For anyone interested, Aerospike Enterpirse 4.3 introduced 'uniform-balance' which homogeneously balances data partitions. Read more here: https://www.aerospike.com/blog/aerospike-4-3-all-flash-uniform-balance/

Aerospike cluster not clean available blocks

we use aerospike in our projects and caught strange problem.
We have a 3 node cluster and after some node restarting it stop working.

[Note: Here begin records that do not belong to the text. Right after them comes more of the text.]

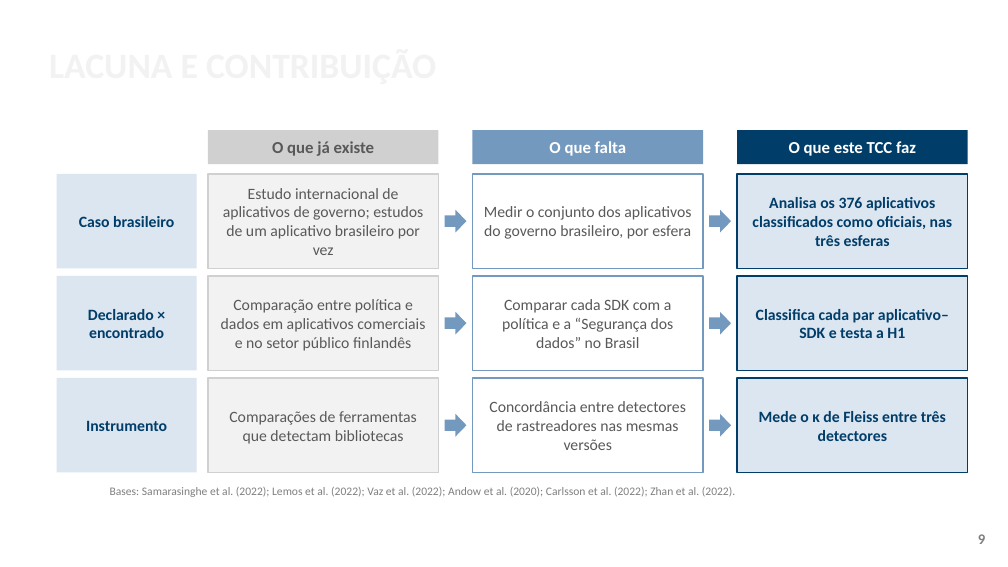
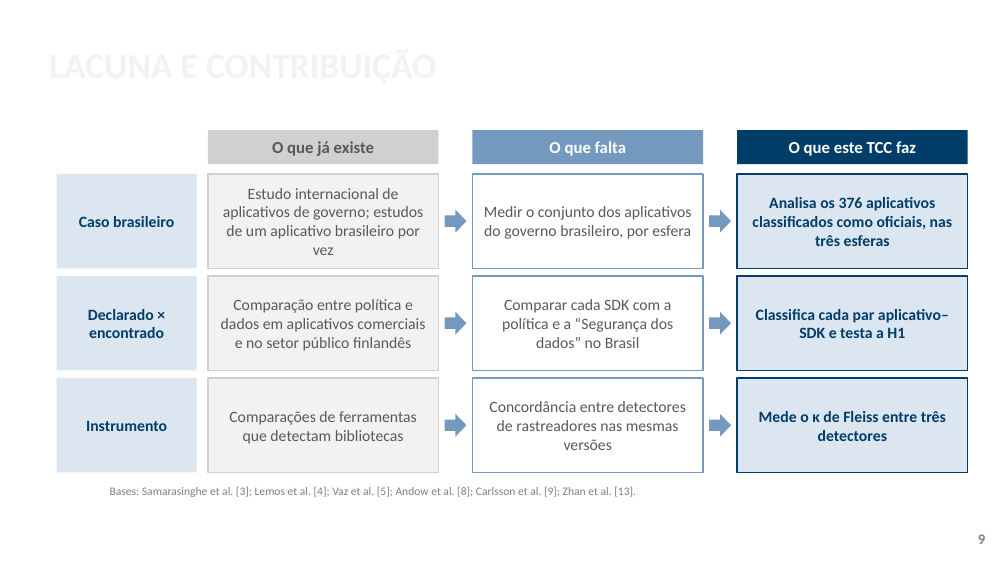
Before and after one commit to ClaudioAMF1/TCC, a slide deck: slide 9 of tcc/apresentacao/apresentacao-defesa-final.pptx. Drawn at 1008x567 pixels with LibreOffice and Linux fonts; fonts in the diff are those of the drawing; background and template pictures are left out. Boxes give left, top, right and bottom in pixels: in the first picture for what was removed or moved away, otherwise in the second. Text is boxed around its words. In the diff, an @@ line names an element or a change of style, - is before the commit and + after.

```diff
--- a/tcc/apresentacao/apresentacao-defesa-final.pptx
+++ b/tcc/apresentacao/apresentacao-defesa-final.pptx
@@ text at <box>110,486,636,497</box>: text changed @@
-Bases: Samarasinghe et al. (2022); Lemos et al. (2022); Vaz et al. (2022); Andow et al. (2020); Carlsson et al. (2022); Zhan et al. (2022).
+Bases: Samarasinghe et al. [3]; Lemos et al. [4]; Vaz et al. [5]; Andow et al. [8]; Carlsson et al. [9]; Zhan et al. [13].
```
Also in this commit, not shown: 12 other slides changed, 6 other files.

So, we make test to explain our problem
We make test cluster. 3 node, replication count = 2
Here is our namespace config
namespace test{
replication-factor 2
memory-size 100M
high-water-memory-pct 90
high-water-disk-pct 90
stop-writes-pct 95
single-bin true
default-ttl 0
storage-engine device {
cold-start-empty true
file /tmp/test.dat
write-block-size 1M
}
We write 100Mb test data after that we have that situation
available pct equal about 66% and Disk Usage about 34%
All good :slight_smile:
But we stopped one node. After migration we see that available pct = 49% and disk usage 50%
Return node to cluster and after migration we see that disk usage became previous about 32%, but available pct on old nodes stay 49%
Stop node one more time
available pct = 31%
Repeat one more time we get that situation
available pct = 0%
Our cluster crashed, Clients get AerospikeException: Error Code 8: Server memory error
So how we can clean available pct?
If your defrag-q is empty (and you can see whether it is from grepping the logs) then the issue is likely to be that your namespace is smaller than your post-write-queue. Blocks on the post-write-queue are not eligible for defragmentation and so you would see avail-pct trending down with no defragmentation to reclaim the space. By default the post-write-queue is 256 blocks and so in your case that would equate to 256Mb. If your namespace is smaller than that you will see avail-pct continue to drop until you hit stop-writes. You can reduce the size of the post-write-queue dynamically (i.e. no restart needed) using the following command, here I suggest 8 blocks:
asinfo -v 'set-config:context=namespace;id=<NAMESPACE>;post-write-queue=8'
If you are happy with this value you should amend your aerospike.conf to include it so that it persists after a node restart.